◆十将軍十番勝負その10 エピローグ
カードゲームデザイナー 中井まれかつさん
 インド洋上に浮かぶ、レムリア王国王城、タワー・オブ・スカル。極星帝国皇帝、マクシミリアン・レムリアース・ベアリスの居城であり、文字通りの帝国の中枢である。
 玉座へとまっすぐに続く深紅の絨毯の上に、レイナ・アークトゥルスはひざまずき、頭を深く垂れていた。
「ご報告いたします」
「…………」
 皇帝マクシミリアンは応えず、冷たい視線のみで先を促した。
 レイナはぐっと唇を噛み締め、静かに、深く息を吸った。
 十将軍の長として、また十将軍のひとりとして、屈辱の報告をしなければならない。
「ドラゴンロード、シャルルマーニュ・ラスタバン、魔王ルシフェルを討ち果たすも、深手を負い静養中。

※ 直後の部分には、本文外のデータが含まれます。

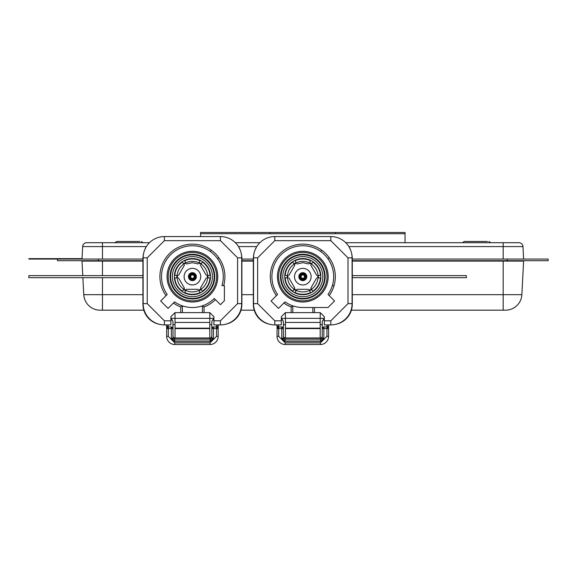 <?xml version="1.0" encoding="UTF-8"?>
<svg xmlns="http://www.w3.org/2000/svg" width="577" height="577" viewBox="0 0 577 577"><rect width="100%" height="100%" fill="white"/><g stroke="black" fill="none" stroke-linecap="round" stroke-linejoin="round"><path stroke-width="0.87" d="M507.262 260.696L507.262 259.059L548.15 259.059L548.15 260.696L352.287 260.696M507.262 259.059L352.287 259.059M253.332 259.059L241.886 259.059M142.93 259.059L98.364 259.059L98.364 260.696L57.476 260.696L57.476 259.059L98.364 259.059M253.332 260.696L241.886 260.696M142.93 260.696L98.364 260.696M57.476 259.059L28.85 259.059L28.85 258.647L82.028 258.647M487.356 241.474L464.326 241.474L487.356 241.474M462.278 260.696L462.278 261.107M490.904 260.696L490.904 261.107M139.793 241.474L116.763 241.474L139.793 241.474M114.722 260.696L114.722 261.107M253.332 261.107L241.886 261.107M142.93 261.107L82.006 261.107L82.771 275.618M352.287 294.674L521.86 294.674A16.358 16.358 0 0 1 505.524 310.174L503.173 310.174L505.524 310.174A16.358 16.358 0 0 0 521.86 294.674L523.613 261.107L352.287 261.107M143.81 310.174L100.102 310.174A16.358 16.358 0 0 1 83.766 294.674L82.872 277.667M503.173 261.107L503.173 310.174L351.407 310.174M254.212 310.174L241.006 310.174M142.93 294.674L83.766 294.674A16.358 16.358 0 0 0 100.102 310.174L102.454 310.174L102.454 277.667M146.356 246.581L82.662 246.581L82.006 259.059M345.76 242.701L518.882 242.701A4.089 4.089 0 0 1 522.964 246.581L523.613 259.059M102.454 259.059L102.454 242.701L86.745 242.701L149.457 242.701M235.358 242.701L259.859 242.701M518.882 242.701L503.173 242.701L503.173 259.059M82.662 246.581A4.089 4.089 0 0 1 86.745 242.701M270.101 232.481L335.525 232.481L335.525 233.707L200.587 233.707L270.101 233.707L270.101 232.481L200.587 232.481L200.587 236.57M335.525 232.481L405.032 232.481L405.032 233.707L335.525 233.707L405.032 233.707L405.032 242.701M172.509 327.419A1.637 1.637 0 0 1 172.985 328.573L166.652 328.573A1.637 1.637 0 0 1 168.282 326.935L171.347 326.935A1.637 1.637 0 0 1 172.509 327.419L171.347 328.573L171.347 326.935A1.637 1.637 0 0 1 172.509 327.419M209.79 324.685L211.831 324.685L211.831 338.23L211.831 328.573A1.637 1.637 0 0 1 213.468 326.935L216.62 326.935M241.352 254.118A1.637 1.637 0 0 1 241.374 254.205L241.374 254.212A21.464 21.464 0 0 1 241.886 258.857L241.886 304.245A20.447 20.447 0 0 1 225.391 324.303A20.447 20.447 0 0 0 241.886 304.245L241.669 304.245M216.865 324.894L216.534 326.935A1.637 1.637 0 0 1 218.171 328.573L216.534 328.573L216.534 326.935A1.637 1.637 0 0 1 217.688 327.419L216.534 328.573L216.534 336.341L218.171 336.341A8.179 8.179 0 0 1 209.992 344.519L174.824 344.519A8.179 8.179 0 0 1 166.652 336.341L166.652 328.573L168.282 326.935L168.282 336.341L174.824 342.882L209.992 342.882L216.534 336.341M185.881 262.838A15.269 15.269 0 0 1 198.935 262.838L200.132 260.768A17.656 17.656 0 0 0 184.683 260.768L185.881 262.845M184.474 260.407A18.075 18.075 0 0 1 210.439 277.89A18.075 18.075 0 0 1 182.318 291.63A18.075 18.075 0 0 1 184.474 260.407M221.943 285.629A30.869 30.869 0 0 0 217.623 258.828L218.798 257.659L217.623 258.828A30.869 30.869 0 0 0 210.223 251.428L211.391 250.252A32.507 32.507 0 0 0 166.025 295.626L167.193 294.458A30.869 30.869 0 0 1 210.223 251.428L211.391 250.252A32.507 32.507 0 0 1 218.798 257.659L218.798 257.659A32.507 32.507 0 0 1 223.652 285.629L221.943 285.629L224.388 285.629L224.388 300.754L220.457 304.685L215.394 299.629A32.507 32.507 0 0 1 204.063 306.986L202.426 305.846A30.869 30.869 0 0 1 182.39 305.846L180.752 306.986A32.507 32.507 0 0 1 173.425 303.026L174.593 301.858A30.869 30.869 0 0 0 182.39 305.846A30.869 30.869 0 0 1 174.593 301.858L174.124 302.334M217.76 276.643A25.352 25.352 0 0 1 192.408 301.995A25.352 25.352 0 0 1 167.056 276.643A25.352 25.352 0 0 1 192.408 251.291A25.352 25.352 0 0 1 217.76 276.643M216.613 276.643A24.205 24.205 0 0 0 192.408 252.437A24.205 24.205 0 0 0 168.203 276.643A24.205 24.205 0 0 0 192.408 300.848A24.205 24.205 0 0 0 216.613 276.643M214.738 276.643A22.323 22.323 0 0 0 192.408 254.313A22.323 22.323 0 0 0 170.085 276.643A22.323 22.323 0 0 0 192.408 298.965A22.323 22.323 0 0 0 214.738 276.643M145.505 248.088L145.317 248.838L145.505 248.088A21.262 21.262 0 0 1 147.799 244.547A21.262 21.262 0 0 0 145.505 248.088A21.262 21.262 0 0 1 147.799 244.547A21.262 21.262 0 0 0 145.505 248.088M239.318 248.088A21.262 21.262 0 0 0 237.017 244.547A21.262 21.262 0 0 1 239.318 248.088L239.498 248.838M214.204 276.643A21.796 21.796 0 0 0 192.408 254.846A21.796 21.796 0 0 0 170.612 276.643A21.796 21.796 0 0 0 192.408 298.439A21.796 21.796 0 0 0 214.204 276.643M212.451 276.643A20.044 20.044 0 0 1 192.408 296.686A20.044 20.044 0 0 1 172.364 276.643A20.044 20.044 0 0 1 192.408 256.599A20.044 20.044 0 0 1 212.451 276.643M183.565 263.819A15.579 15.579 0 0 1 185.722 262.571M199.094 262.571A15.579 15.579 0 0 1 201.25 263.819M207.936 275.395A15.579 15.579 0 0 1 207.936 277.89M176.879 277.89A15.579 15.579 0 0 1 176.879 275.395M207.323 275.395A14.966 14.966 0 0 1 207.323 277.89M200.947 288.933A14.966 14.966 0 0 1 198.784 290.181M186.032 290.181A14.966 14.966 0 0 1 183.875 288.933M177.492 277.89A14.966 14.966 0 0 1 177.492 275.395M200.709 276.643A8.302 8.302 0 0 1 192.408 284.944A8.302 8.302 0 0 1 184.106 276.643A8.302 8.302 0 0 1 192.408 268.341A8.302 8.302 0 0 1 200.709 276.643M196.375 276.643A3.967 3.967 0 0 0 192.408 272.676A3.967 3.967 0 0 0 188.441 276.643A3.967 3.967 0 0 0 192.408 280.61A3.967 3.967 0 0 0 196.375 276.643M196.13 276.643A3.722 3.722 0 0 1 192.408 280.364A3.722 3.722 0 0 1 188.686 276.643A3.722 3.722 0 0 1 192.408 272.921A3.722 3.722 0 0 1 196.13 276.643M195.408 276.643A2.993 2.993 0 0 1 192.408 279.636A2.993 2.993 0 0 1 189.415 276.643A2.993 2.993 0 0 1 192.408 273.642A2.993 2.993 0 0 1 195.408 276.643M194.882 276.643A2.474 2.474 0 0 0 192.408 274.169A2.474 2.474 0 0 0 189.934 276.643A2.474 2.474 0 0 0 192.408 279.117A2.474 2.474 0 0 0 194.882 276.643M194.124 276.643A1.717 1.717 0 0 0 192.408 274.926A1.717 1.717 0 0 0 190.691 276.643A1.717 1.717 0 0 0 192.408 278.359A1.717 1.717 0 0 0 194.124 276.643M214.24 298.475A30.869 30.869 0 0 1 202.426 305.846A30.869 30.869 0 0 0 214.24 298.475L215.394 299.629M202.426 305.846L202.426 312.626L182.39 312.626L182.39 305.846M166.724 294.926L167.193 294.458M170.9 318.353L175.033 318.353L174.99 312.626L182.39 312.626M202.426 312.626L209.826 312.626L209.79 318.353L213.916 318.353M180.752 306.986L180.752 312.626M204.063 312.626L204.063 306.986M209.826 312.626L213.916 316.715L213.916 324.894L220.421 324.894A21.262 21.262 0 0 0 241.684 303.632L241.684 257.832A21.262 21.262 0 0 0 220.421 236.57L164.402 236.57A21.262 21.262 0 0 0 143.139 257.832L143.139 303.632A21.262 21.262 0 0 0 164.402 324.894L170.9 324.894L170.9 316.715L174.99 312.626M213.916 320.805L220.421 320.805L237.594 303.632L237.594 257.832L220.421 240.659L164.402 240.659L147.229 257.832L147.229 303.632L164.402 320.805L170.9 320.805M166.025 295.626L160.666 300.985L168.066 308.392L173.425 303.026M174.535 338.382A1.637 1.637 0 0 0 174.622 338.389L174.622 339.889L172.985 338.23L172.985 322.442A4.089 4.089 0 0 0 170.9 318.872M213.916 318.872A4.089 4.089 0 0 0 211.831 322.442L211.831 328.573L212.307 328.573A1.637 1.154 -90 0 1 213.468 326.935L213.468 338.23L210.194 341.512L210.194 338.389L211.831 336.752L211.831 338.23L213.468 338.23L213.468 338.793M211.831 338.23L210.194 339.889L174.622 339.889L174.622 341.512L171.347 338.23L172.985 338.23L172.985 324.685L175.033 324.685M172.985 338.23L172.985 338.793M211.831 338.793L211.831 336.752A1.637 1.637 0 0 1 211.831 336.831A1.637 1.637 0 0 0 211.831 336.752M209.79 338.389L209.79 318.353L175.033 318.353L175.033 338.389M167.95 324.894L168.282 326.935A1.637 1.154 -90 0 0 167.128 328.573M172.992 336.831A1.637 1.637 0 0 1 172.985 336.752L174.622 338.389L210.194 338.389A1.637 1.637 0 0 0 210.28 338.382A1.637 1.637 0 0 1 210.194 338.389M143.146 304.245L142.93 304.245A20.447 20.447 0 0 0 159.425 324.303A20.447 20.447 0 0 1 142.93 304.245L142.93 258.857A21.464 21.464 0 0 1 143.442 254.205L143.442 254.205A1.637 1.637 0 0 1 143.464 254.118A1.637 1.637 0 0 0 143.442 254.205M209.79 328.162L175.033 328.162M166.652 326.322L166.652 328.573L166.652 326.322A1.637 1.637 0 0 0 165.808 324.894A1.637 1.637 0 0 1 166.652 326.322L168.282 326.322M216.534 326.322L218.171 326.322L218.171 336.341A8.179 8.179 0 0 1 209.992 344.519L209.992 342.882M218.171 326.322A1.637 1.637 0 0 1 219.015 324.894A1.637 1.637 0 0 0 218.171 326.322L218.171 328.486M175.033 322.442L209.79 322.442M200.342 260.407L200.132 260.768M210.439 275.395L210.021 275.395A17.656 17.656 0 0 0 202.296 262.016L202.505 261.655M200.132 292.517L198.935 290.44A15.269 15.269 0 0 1 185.881 290.44L184.683 292.517A17.656 17.656 0 0 0 200.132 292.517M201.25 289.466A15.579 15.579 0 0 1 199.094 290.714M201.099 289.2L202.296 291.27A17.656 17.656 0 0 0 210.021 277.89L207.619 277.89A15.269 15.269 0 0 1 201.099 289.2L200.443 288.067L201.099 289.2M210.021 277.89L210.439 277.89M202.296 262.016L201.099 264.086A15.269 15.269 0 0 1 207.626 275.395L210.021 275.395M184.474 292.878L184.683 292.517M185.722 290.714A15.579 15.579 0 0 1 183.565 289.466M182.527 291.27L183.724 289.2A15.269 15.269 0 0 1 177.189 277.89L174.795 277.89A17.656 17.656 0 0 0 182.527 291.27L182.318 291.63M185.881 290.44L186.53 289.315L185.881 290.44M177.189 275.395A15.269 15.269 0 0 1 183.724 264.086L182.527 262.016A17.656 17.656 0 0 0 174.795 275.395L177.197 275.395M174.795 275.395L174.384 275.395M183.724 289.2L184.373 288.067L183.724 289.192M183.875 264.353A14.966 14.966 0 0 1 186.032 263.105M198.784 263.105A14.966 14.966 0 0 1 200.947 264.353M282.91 327.419A1.637 1.637 0 0 1 283.386 328.573L277.054 328.573A1.637 1.637 0 0 1 278.684 326.935L281.756 326.935A1.637 1.637 0 0 1 282.91 327.419L281.756 328.573L281.756 326.935A1.637 1.637 0 0 1 282.91 327.419M320.192 324.685L322.233 324.685L322.233 338.23L322.233 328.573A1.637 1.637 0 0 1 323.87 326.935L327.022 326.935M351.754 254.118A1.637 1.637 0 0 1 351.782 254.205L351.775 254.212A21.464 21.464 0 0 1 352.287 258.857L352.287 304.245A20.447 20.447 0 0 1 335.792 324.303A20.447 20.447 0 0 0 352.287 304.245L352.078 304.245M327.267 324.894L326.935 326.935A1.637 1.637 0 0 1 328.573 328.573L326.935 328.573L326.935 326.935A1.637 1.637 0 0 1 328.089 327.419L326.935 328.573L326.935 336.341L328.573 336.341A8.179 8.179 0 0 1 320.394 344.519L285.226 344.519A8.179 8.179 0 0 1 277.054 336.341L277.054 328.573L278.684 326.935L278.684 336.341L285.226 342.882L320.394 342.882L326.935 336.341M296.282 262.838A15.269 15.269 0 0 1 309.337 262.838L310.541 260.768A17.656 17.656 0 0 0 295.085 260.768L296.282 262.845M294.876 260.407A18.075 18.075 0 0 1 320.841 277.89A18.075 18.075 0 0 1 292.719 291.63A18.075 18.075 0 0 1 294.876 260.407M276.426 295.626L277.595 294.458A30.869 30.869 0 0 1 320.624 251.428L321.8 250.252A32.507 32.507 0 0 1 329.2 257.659L329.2 257.659A32.507 32.507 0 0 1 334.054 285.629L334.054 285.629A32.507 32.507 0 0 1 329.2 295.626L328.024 294.458A30.869 30.869 0 0 0 332.345 285.629L334.054 285.629L332.345 285.629A30.869 30.869 0 0 0 320.624 251.428L321.8 250.252A32.507 32.507 0 0 0 276.426 295.626L271.067 300.985L278.467 308.392L283.826 303.026A32.507 32.507 0 0 0 291.154 306.986L291.161 312.626L292.791 312.626L292.791 305.846L291.161 306.986M328.162 276.643A25.352 25.352 0 0 1 302.81 301.995A25.352 25.352 0 0 1 277.458 276.643A25.352 25.352 0 0 1 302.81 251.291A25.352 25.352 0 0 1 328.162 276.643M327.015 276.643A24.205 24.205 0 0 0 302.81 252.437A24.205 24.205 0 0 0 278.604 276.643A24.205 24.205 0 0 0 302.81 300.848A24.205 24.205 0 0 0 327.015 276.643M325.139 276.643A22.323 22.323 0 0 0 302.81 254.313A22.323 22.323 0 0 0 280.487 276.643A22.323 22.323 0 0 0 302.81 298.965A22.323 22.323 0 0 0 325.139 276.643M255.907 248.088L255.726 248.838L255.907 248.088A21.262 21.262 0 0 1 258.2 244.547A21.262 21.262 0 0 0 255.907 248.088A21.262 21.262 0 0 1 258.2 244.547A21.262 21.262 0 0 0 255.907 248.088M349.72 248.088L349.9 248.838M324.606 276.643A21.796 21.796 0 0 0 302.81 254.846A21.796 21.796 0 0 0 281.021 276.643A21.796 21.796 0 0 0 302.81 298.439A21.796 21.796 0 0 0 324.606 276.643M322.853 276.643A20.044 20.044 0 0 1 302.81 296.686A20.044 20.044 0 0 1 282.766 276.643A20.044 20.044 0 0 1 302.81 256.599A20.044 20.044 0 0 1 322.853 276.643M293.967 263.819A15.579 15.579 0 0 1 296.124 262.571M309.496 262.571A15.579 15.579 0 0 1 311.652 263.819M318.338 275.395A15.579 15.579 0 0 1 318.338 277.89M287.281 277.89A15.579 15.579 0 0 1 287.281 275.395M317.725 275.395A14.966 14.966 0 0 1 317.725 277.89M311.349 288.933A14.966 14.966 0 0 1 309.185 290.181M296.434 290.181A14.966 14.966 0 0 1 294.277 288.933M287.894 277.89A14.966 14.966 0 0 1 287.894 275.395M311.111 276.643A8.302 8.302 0 0 1 302.81 284.944A8.302 8.302 0 0 1 294.508 276.643A8.302 8.302 0 0 1 302.81 268.341A8.302 8.302 0 0 1 311.111 276.643M306.776 276.643A3.967 3.967 0 0 0 302.81 272.676A3.967 3.967 0 0 0 298.843 276.643A3.967 3.967 0 0 0 302.81 280.61A3.967 3.967 0 0 0 306.776 276.643M306.531 276.643A3.722 3.722 0 0 1 302.81 280.364A3.722 3.722 0 0 1 299.088 276.643A3.722 3.722 0 0 1 302.81 272.921A3.722 3.722 0 0 1 306.531 276.643M305.81 276.643A2.993 2.993 0 0 1 302.81 279.636A2.993 2.993 0 0 1 299.816 276.643A2.993 2.993 0 0 1 302.81 273.642A2.993 2.993 0 0 1 305.81 276.643M305.283 276.643A2.474 2.474 0 0 0 302.81 274.169A2.474 2.474 0 0 0 300.336 276.643A2.474 2.474 0 0 0 302.81 279.117A2.474 2.474 0 0 0 305.283 276.643M304.526 276.643A1.717 1.717 0 0 0 302.81 274.926A1.717 1.717 0 0 0 301.093 276.643A1.717 1.717 0 0 0 302.81 278.359A1.717 1.717 0 0 0 304.526 276.643M284.526 302.334L285.002 301.858A30.869 30.869 0 0 0 292.791 305.846A30.869 30.869 0 0 1 285.002 301.858L283.826 303.026M292.791 312.626L312.828 312.626L312.828 307.512L302.81 307.512A30.869 30.869 0 0 1 292.791 305.846M281.302 318.353L285.435 318.353L285.391 312.626L291.161 312.626M312.828 312.626L320.228 312.626L320.192 318.353L324.317 318.353M312.828 307.512L328.032 307.512L334.559 300.985L329.2 295.626M314.465 312.626L314.465 307.512M320.228 312.626L324.317 316.715L324.317 324.894L330.823 324.894A21.262 21.262 0 0 0 352.085 303.632L352.085 257.832A21.262 21.262 0 0 0 330.823 236.57L274.803 236.57A21.262 21.262 0 0 0 253.541 257.832L253.541 303.632A21.262 21.262 0 0 0 274.803 324.894L281.302 324.894L281.302 316.715L285.391 312.626M324.317 320.805L330.823 320.805L347.996 303.632L347.996 257.832L330.823 240.659L274.803 240.659L257.63 257.832L257.63 303.632L274.803 320.805L281.302 320.805M328.024 258.828L329.2 257.659L328.024 258.828M284.937 338.382A1.637 1.637 0 0 0 285.024 338.389L285.024 339.889L283.386 338.23L283.386 322.442A4.089 4.089 0 0 0 281.302 318.872M324.317 318.872A4.089 4.089 0 0 0 322.233 322.442L322.233 328.573L322.716 328.573A1.637 1.154 -90 0 1 323.87 326.935L323.87 338.23L320.596 341.512L320.596 338.389L322.233 336.752L322.233 338.23L323.87 338.23L323.87 338.793M322.233 338.23L320.596 339.889L285.024 339.889L285.024 341.512L281.756 338.23L283.386 338.23L283.386 324.685L285.435 324.685M283.386 338.23L283.386 338.793M320.596 338.389A1.637 1.637 0 0 0 320.682 338.382A1.637 1.637 0 0 1 320.596 338.389L285.024 338.389L283.386 336.752L283.386 337.718L283.386 336.752A1.637 1.637 0 0 0 283.394 336.831M322.233 338.793L322.233 336.752A1.637 1.637 0 0 1 322.233 336.831A1.637 1.637 0 0 0 322.233 336.752M320.192 338.389L320.192 318.353L285.435 318.353L285.435 338.389M278.359 324.894L278.684 326.935A1.637 1.154 -90 0 0 277.53 328.573M253.548 304.245L253.332 304.245A20.447 20.447 0 0 0 269.827 324.303A20.447 20.447 0 0 1 253.332 304.245L253.332 258.857A21.464 21.464 0 0 1 253.844 254.205L253.844 254.205A1.637 1.637 0 0 1 253.866 254.118A1.637 1.637 0 0 0 253.844 254.205M320.192 328.162L285.435 328.162M277.054 326.322L277.054 328.573L277.054 326.322A1.637 1.637 0 0 0 276.21 324.894A1.637 1.637 0 0 1 277.054 326.322L278.684 326.322M326.935 326.322L328.573 326.322L328.573 336.341A8.179 8.179 0 0 1 320.394 344.519L320.394 342.882M328.573 326.322A1.637 1.637 0 0 1 329.417 324.894A1.637 1.637 0 0 0 328.573 326.322L328.573 328.486M285.435 322.442L320.192 322.442M310.743 260.407L310.541 260.768M320.841 275.395L320.423 275.395A17.656 17.656 0 0 0 312.698 262.016L312.907 261.655M310.541 292.517L309.337 290.44A15.269 15.269 0 0 1 296.282 290.44L295.085 292.517A17.656 17.656 0 0 0 310.541 292.517M311.652 289.466A15.579 15.579 0 0 1 309.496 290.714M311.501 289.2L312.698 291.27A17.656 17.656 0 0 0 320.423 277.89L318.021 277.89A15.269 15.269 0 0 1 311.501 289.2L310.844 288.067L311.501 289.2M312.698 262.016L311.501 264.086A15.269 15.269 0 0 1 318.028 275.395L320.423 275.395M294.876 292.878L295.085 292.517M296.124 290.714A15.579 15.579 0 0 1 293.967 289.466M284.786 277.89L285.197 277.89A17.656 17.656 0 0 0 292.928 291.27L292.719 291.63M296.282 290.44L296.931 289.315L296.282 290.44M294.126 264.086L292.928 262.016A17.656 17.656 0 0 0 285.197 275.395L287.598 275.395A15.269 15.269 0 0 1 294.126 264.086L294.775 265.218L294.126 264.086M285.197 275.395L284.786 275.395M292.928 291.27L294.126 289.2A15.269 15.269 0 0 1 287.598 277.89L285.197 277.89M294.126 289.2L294.775 288.067L294.126 289.192M294.277 264.353A14.966 14.966 0 0 1 296.434 263.105M309.185 263.105A14.966 14.966 0 0 1 311.349 264.353M142.93 277.667L28.85 277.667L28.85 275.618L142.93 275.618M352.287 275.618L466.367 275.618L466.367 277.667L352.287 277.667M57.39 259.059L57.39 258.647M102.454 275.618L102.454 261.107M241.886 294.674L253.332 294.674M522.964 246.581L348.861 246.581M256.765 246.581L238.46 246.581M164.402 320.805L164.402 324.894M147.229 303.632L143.139 303.632M147.229 257.832L143.139 257.832M164.402 240.659L164.402 236.57M220.421 240.659L220.421 236.57M237.594 257.832L241.684 257.832M237.594 303.632L241.684 303.632M220.421 320.805L220.421 324.894M172.17 319.983L170.9 319.983M213.916 319.983L212.646 319.983M172.985 337.718L172.985 336.752M171.347 338.23L171.347 328.573M216.534 328.573L212.307 328.573M175.033 337.963L209.79 337.963M209.79 328.58L175.033 328.58M241.374 254.205A21.464 21.464 0 0 1 241.886 258.857L241.684 258.857M174.622 341.512L210.194 341.512M168.282 336.341L166.652 336.341A8.179 8.179 0 0 0 174.824 344.519L174.809 342.882M274.803 320.805L274.803 324.894M257.63 303.632L253.541 303.632M257.63 257.832L253.541 257.832M274.803 240.659L274.803 236.57M330.823 240.659L330.823 236.57M347.996 257.832L352.085 257.832M347.996 303.632L352.085 303.632M330.823 320.805L330.823 324.894M282.571 319.983L281.302 319.983M324.317 319.983L323.055 319.983M281.756 338.23L281.756 328.573M326.935 328.573L322.716 328.573M285.435 337.963L320.192 337.963M320.192 328.58L285.435 328.58M351.782 254.205A21.464 21.464 0 0 1 352.287 258.857L352.085 258.857M285.024 341.512L320.596 341.512M278.684 336.341L277.054 336.341A8.179 8.179 0 0 0 285.226 344.519L285.226 342.882M462.451 242.701L464.326 241.474M490.731 242.701L488.863 241.474M114.888 242.701L116.763 241.474M143.168 242.701L141.3 241.474M186.53 263.97L192.408 262.672L198.286 263.97M198.286 289.315L186.53 289.315M206.321 277.89L200.443 288.067M200.443 265.218L206.321 275.395M178.495 275.395L184.373 265.218M184.373 288.067L178.495 277.89M296.931 263.97L302.81 262.672L308.688 263.97M308.688 289.315L296.931 289.315M316.723 277.89L310.844 288.067M310.844 265.218L316.723 275.395M288.897 275.395L294.775 265.218M294.775 288.067L288.897 277.89"/></g></svg>

自ら引退を申し出ております。ラユュー・アルビレオ、大天使ガブリエルを討ち果たしましてございます。エルブンロード、カウス・ボレアリス、おなじくエルブンロード、シルマリルを討ち果たしてございます」
 ここまではいい。ラスタバンが再起不能に追い込まれたとはいえ、目的は果たしているのだから。
 ここからが、屈辱の報告の連続になる。
「マケドニア王、アレクサンダー、ステラ・ブラヴァツキに討ち果たされてございます。太師聞仲、斎木奈々を討ち果たせず、阿羅耶識の捕囚の身となってございます。関将軍、各務秋成を討ち果たせず、各務柊子に討ち果たされてございます」
「ジュバ、信長については報告無用。すでに敗死の報告があった」
 自らの王国直属の二将軍の死を、皇帝は感情のこもらぬ声で告げた。
 しかしそれも、レイナが最後に行う、レイナ自身の戦闘結果の屈辱を和らげはしない。
「……ランスロット卿、クラリス・パラケルススによって討ち果たされてございます。レイナ・アークトゥルス……東海林光を討ち果たすことかなわず、おめおめと逃げ延びて参りました」
 がりっ、とレイナの喉奥から鈍い音が漏れた。
 ぽたり、ぽたりと唇から滲みだした血が垂れ、深紅の絨毯の一部を鈍い緋色に染めていく。
 予期せぬイレイザーの襲来がどうの、と言い訳はいっさいしない。むしろそれによって虜囚の生き恥を免れえたことはレイナ自身が誰よりもよくわかっていたからだ。
「三勝五敗、といったところか」
 皇帝の言葉に、レイナは思わず顔をあげた。レイナ自身は、二勝七敗一引き分けと考えていた。
 このズレは、皇帝がラスタバンの戦果を勝利と考えていること、レイナの敗走を未だ決着がついていないと考えていることから生じたものだ。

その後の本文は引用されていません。